The input Block Start

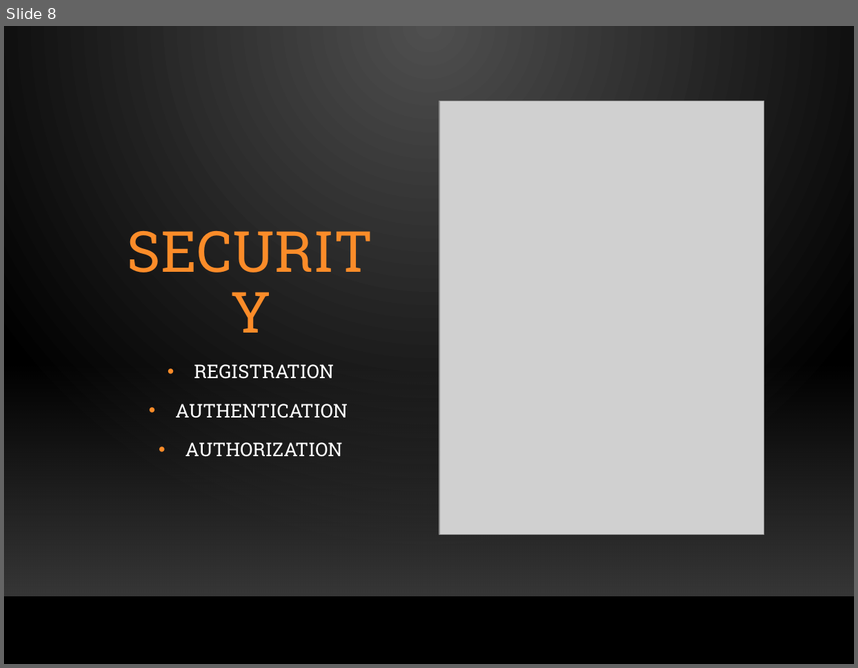
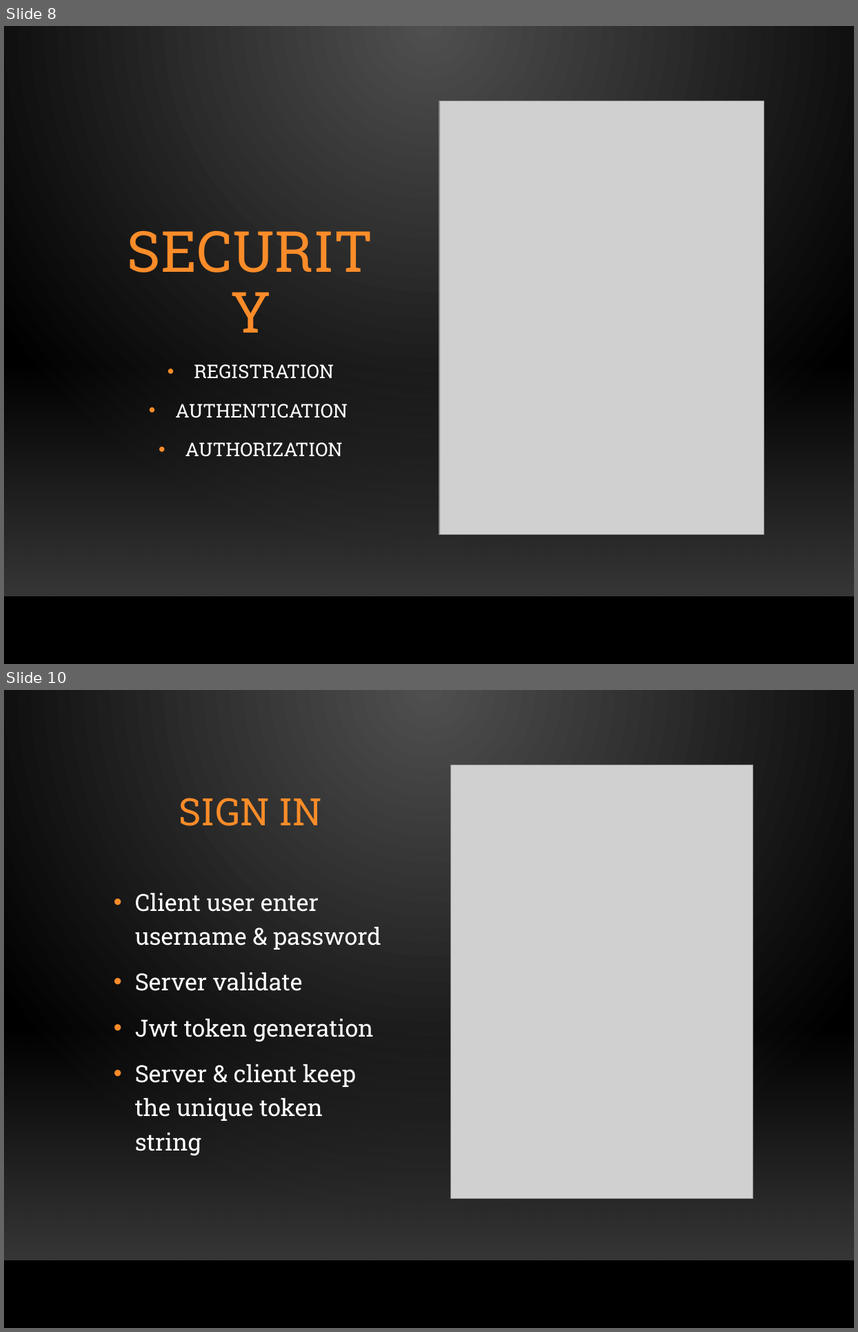
Before and after one commit to Aviel212/SmartSwitch, a slide deck: Project Submission/Presentation/Full Presentation.pptx. Shown one above the other, each under a label of ours: slide 8 before the commit, slides 8 and 10 after it; the slides between them are not shown. The pictures are 858x668 and 858x1332 pixels, drawn with LibreOffice and Linux fonts; fonts in the diff are those of the drawing; grey boxes stand for pictures; background and template pictures are left out. Boxes give left, top, right and bottom in pixels: in the first picture for what was removed or moved away, otherwise in the second. Text is boxed around its words. In the diff, an @@ line names an element or a change of style, - is before the commit and + after.

```diff
--- a/Project Submission/Presentation/Full Presentation.pptx
+++ b/Project Submission/Presentation/Full Presentation.pptx
@@ slide 10 added at bbox=[4, 690, 854, 1328], background gradient #505050 to #000000; not listed: 2 template elements that a slide beside it also shows @@
@@ picture added at bbox=[451, 765, 753, 1199] @@
@@ title added at bbox=[179, 798, 322, 826], 32 pt, text #FB8C29 @@
+SIGN IN
@@ text added at bbox=[135, 893, 381, 1156], 20 pt, text #FFFFFF @@
+• Client user enter username & password
+• Server validate
+• Jwt token generation
+• Server & client keep the unique token string
```
Also in this commit, not shown: 4 slides changed, 1 other slide added.

The input Block End

Reproduce the listing exactly. Do not include its images.

» Answer to this exercise
Before and after one commit to Aviel212/SmartSwitch, a slide deck: Project Submission/Presentation/Full Presentation.pptx. Shown one above the other, each under a label of ours: slide 8 before the commit, slides 8 and 10 after it; the slides between them are not shown. The pictures are 858x668 and 858x1332 pixels, drawn with LibreOffice and Linux fonts; fonts in the diff are those of the drawing; grey boxes stand for pictures; background and template pictures are left out. Boxes give left, top, right and bottom in pixels: in the first picture for what was removed or moved away, otherwise in the second. Text is boxed around its words. In the diff, an @@ line names an element or a change of style, - is before the commit and + after.

```diff
--- a/Project Submission/Presentation/Full Presentation.pptx
+++ b/Project Submission/Presentation/Full Presentation.pptx
@@ slide 10 added at bbox=[4, 690, 854, 1328], background gradient #505050 to #000000; not listed: 2 template elements that a slide beside it also shows @@
@@ picture added at bbox=[451, 765, 753, 1199] @@
@@ title added at bbox=[179, 798, 322, 826], 32 pt, text #FB8C29 @@
+SIGN IN
@@ text added at bbox=[135, 893, 381, 1156], 20 pt, text #FFFFFF @@
+• Client user enter username & password
+• Server validate
+• Jwt token generation
+• Server & client keep the unique token string
```
Also in this commit, not shown: 4 slides changed, 1 other slide added.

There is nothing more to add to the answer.